American hockey coach passes on his passion in second home
Updated 19:06, 26-Jan-2022
Sun Tianyuan

If you are looking for Coach Conor Smith at the rink, just follow the sound of the hoarse, raspy voice. You can't miss the American hockey coach screaming at the top of his lungs, his voice disappearing. 

The passion for hockey runs in the Smith family. 

"Hockey is life for me I guess. I've been playing hockey since the age of 4," said Conor Smith, who moved to China when he was 7 years old. "My dad put me on the ice. That's where I began to really love the game."

Smith later studied at Beijing Sport University. Now he is a coach at Kaiwen Academy, an international school in Beijing. Like a tiger teaching its cubs how to hunt, Coach Conor is who the students look up to. 

"A lot of the kids like me, but you need to find the balance where they respect you, and they will still play hard for you and not think of you as a pushover," he said. "When I was a kid at that age, there's no way I was at the same skill level as some of these kids were at their age right now."

Conor Smith gives a pep talk to his team during a friendly match. /CGTN

Conor Smith gives a pep talk to his team during a friendly match. /CGTN

Over the years, Smith has witnessed hockey's development in China as more young players have picked up a stick to join one of the fast-growing ice sports in the country.  

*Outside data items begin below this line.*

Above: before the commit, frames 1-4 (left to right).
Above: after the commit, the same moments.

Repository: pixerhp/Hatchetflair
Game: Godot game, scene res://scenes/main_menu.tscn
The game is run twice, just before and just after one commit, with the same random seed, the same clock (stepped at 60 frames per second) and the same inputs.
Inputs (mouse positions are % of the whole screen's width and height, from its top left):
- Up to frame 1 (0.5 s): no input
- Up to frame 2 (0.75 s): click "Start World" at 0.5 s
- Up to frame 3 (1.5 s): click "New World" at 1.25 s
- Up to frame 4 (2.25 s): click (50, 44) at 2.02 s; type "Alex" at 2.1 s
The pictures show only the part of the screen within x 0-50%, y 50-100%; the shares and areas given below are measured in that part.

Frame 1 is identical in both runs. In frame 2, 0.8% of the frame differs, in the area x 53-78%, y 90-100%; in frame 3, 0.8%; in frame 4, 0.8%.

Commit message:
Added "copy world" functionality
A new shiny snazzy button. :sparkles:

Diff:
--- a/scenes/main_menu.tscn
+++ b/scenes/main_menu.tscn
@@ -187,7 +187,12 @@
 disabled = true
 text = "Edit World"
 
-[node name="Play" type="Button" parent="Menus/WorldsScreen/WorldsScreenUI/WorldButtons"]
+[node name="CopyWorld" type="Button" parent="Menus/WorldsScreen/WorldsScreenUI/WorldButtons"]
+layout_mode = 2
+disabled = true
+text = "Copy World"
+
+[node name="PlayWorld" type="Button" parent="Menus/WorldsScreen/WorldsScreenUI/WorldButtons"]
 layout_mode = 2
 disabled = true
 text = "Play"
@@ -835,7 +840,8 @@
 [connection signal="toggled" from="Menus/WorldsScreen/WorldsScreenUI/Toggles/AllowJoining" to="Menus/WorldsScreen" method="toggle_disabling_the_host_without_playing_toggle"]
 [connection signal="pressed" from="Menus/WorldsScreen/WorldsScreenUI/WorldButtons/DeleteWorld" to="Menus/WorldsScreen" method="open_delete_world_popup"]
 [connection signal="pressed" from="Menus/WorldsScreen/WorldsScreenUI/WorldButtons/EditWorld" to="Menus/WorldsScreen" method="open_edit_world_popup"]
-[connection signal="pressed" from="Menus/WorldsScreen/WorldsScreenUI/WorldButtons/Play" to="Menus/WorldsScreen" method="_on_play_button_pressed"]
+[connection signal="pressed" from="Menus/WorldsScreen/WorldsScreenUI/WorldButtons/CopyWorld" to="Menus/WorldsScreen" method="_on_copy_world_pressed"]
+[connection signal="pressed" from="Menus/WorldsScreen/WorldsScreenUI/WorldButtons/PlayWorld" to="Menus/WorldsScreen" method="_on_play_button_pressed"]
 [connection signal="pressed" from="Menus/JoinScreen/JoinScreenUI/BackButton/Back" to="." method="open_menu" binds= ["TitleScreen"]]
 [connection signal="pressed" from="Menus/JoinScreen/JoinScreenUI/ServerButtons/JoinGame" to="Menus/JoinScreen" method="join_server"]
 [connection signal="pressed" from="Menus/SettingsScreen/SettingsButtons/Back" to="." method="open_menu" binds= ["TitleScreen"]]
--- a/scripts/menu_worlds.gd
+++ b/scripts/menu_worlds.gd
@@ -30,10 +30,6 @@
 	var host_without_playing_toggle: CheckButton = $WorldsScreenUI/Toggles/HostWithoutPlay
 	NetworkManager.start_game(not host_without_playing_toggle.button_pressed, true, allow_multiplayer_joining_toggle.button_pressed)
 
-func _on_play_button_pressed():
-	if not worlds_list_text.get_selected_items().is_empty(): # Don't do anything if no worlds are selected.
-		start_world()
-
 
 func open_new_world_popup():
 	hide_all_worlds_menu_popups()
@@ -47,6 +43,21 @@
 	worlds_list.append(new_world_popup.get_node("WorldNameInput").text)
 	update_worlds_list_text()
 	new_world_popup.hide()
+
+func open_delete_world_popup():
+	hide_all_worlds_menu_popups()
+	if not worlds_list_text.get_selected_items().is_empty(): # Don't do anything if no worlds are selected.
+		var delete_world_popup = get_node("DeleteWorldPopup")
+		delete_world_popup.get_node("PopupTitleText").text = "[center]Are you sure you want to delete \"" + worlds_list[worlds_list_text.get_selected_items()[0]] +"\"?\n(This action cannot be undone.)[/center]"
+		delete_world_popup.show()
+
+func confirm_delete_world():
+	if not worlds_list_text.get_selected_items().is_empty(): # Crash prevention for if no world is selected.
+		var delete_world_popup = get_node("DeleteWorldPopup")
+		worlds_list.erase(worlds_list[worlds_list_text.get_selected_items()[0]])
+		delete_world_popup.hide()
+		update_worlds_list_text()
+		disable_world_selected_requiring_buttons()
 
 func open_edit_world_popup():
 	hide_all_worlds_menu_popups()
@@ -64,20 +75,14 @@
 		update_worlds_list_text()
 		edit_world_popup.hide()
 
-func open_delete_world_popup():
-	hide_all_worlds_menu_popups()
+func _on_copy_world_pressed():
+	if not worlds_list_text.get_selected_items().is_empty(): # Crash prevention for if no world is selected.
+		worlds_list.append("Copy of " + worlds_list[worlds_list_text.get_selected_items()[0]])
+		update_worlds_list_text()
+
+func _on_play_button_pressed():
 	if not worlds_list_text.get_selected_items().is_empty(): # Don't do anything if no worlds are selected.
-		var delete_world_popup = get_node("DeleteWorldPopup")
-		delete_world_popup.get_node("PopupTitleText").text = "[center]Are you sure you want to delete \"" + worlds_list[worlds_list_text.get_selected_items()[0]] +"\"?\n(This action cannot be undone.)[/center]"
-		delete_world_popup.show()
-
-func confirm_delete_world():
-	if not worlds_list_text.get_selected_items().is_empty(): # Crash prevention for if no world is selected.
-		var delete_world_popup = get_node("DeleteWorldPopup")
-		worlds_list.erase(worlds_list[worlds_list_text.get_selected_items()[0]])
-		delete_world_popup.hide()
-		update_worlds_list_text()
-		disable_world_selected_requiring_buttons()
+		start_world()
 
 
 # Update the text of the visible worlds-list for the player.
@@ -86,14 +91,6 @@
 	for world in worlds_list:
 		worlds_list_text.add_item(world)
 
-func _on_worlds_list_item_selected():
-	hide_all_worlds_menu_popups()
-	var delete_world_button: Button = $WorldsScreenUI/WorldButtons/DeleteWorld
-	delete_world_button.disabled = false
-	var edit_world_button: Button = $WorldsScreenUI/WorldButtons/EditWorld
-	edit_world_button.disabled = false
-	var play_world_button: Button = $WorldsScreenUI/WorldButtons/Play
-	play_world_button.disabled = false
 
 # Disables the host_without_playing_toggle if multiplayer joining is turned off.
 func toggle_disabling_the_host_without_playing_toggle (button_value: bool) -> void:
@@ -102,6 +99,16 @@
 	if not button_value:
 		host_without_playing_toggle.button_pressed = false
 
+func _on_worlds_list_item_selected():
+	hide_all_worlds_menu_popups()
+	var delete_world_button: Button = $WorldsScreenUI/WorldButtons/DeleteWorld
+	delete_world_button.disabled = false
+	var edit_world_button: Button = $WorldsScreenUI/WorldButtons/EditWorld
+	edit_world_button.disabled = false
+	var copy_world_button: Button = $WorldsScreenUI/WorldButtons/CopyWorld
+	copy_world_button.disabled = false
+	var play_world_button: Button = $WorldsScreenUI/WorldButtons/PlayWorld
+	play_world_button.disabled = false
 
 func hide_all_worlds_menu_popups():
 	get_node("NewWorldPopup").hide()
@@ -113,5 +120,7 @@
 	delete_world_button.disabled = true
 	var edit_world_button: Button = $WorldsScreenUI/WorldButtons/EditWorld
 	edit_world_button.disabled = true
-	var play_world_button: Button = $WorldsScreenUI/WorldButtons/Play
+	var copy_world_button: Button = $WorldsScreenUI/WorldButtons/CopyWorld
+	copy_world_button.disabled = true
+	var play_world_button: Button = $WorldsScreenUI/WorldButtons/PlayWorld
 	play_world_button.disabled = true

"The Winter Olympics has played a tremendous role in building, not only ice hockey, but all winter sports in China," said Smith. "It's amazing the amount of teams now that there is, the amount of coaches there are, the amount of clubs there are. Whereas before, it was not like that at all. Not only the kids, their parents also want to learn."

Now the young American has a new purpose in his adopted home, with a desire to pass down skills, passion and knowledge to young players. 

"I think right now my motivation is to stay in China because that's where I've grown up. I want to give back a little bit because hockey has given me so much. And I hope it just continues going then I can see all my work come in at the end," Smith said.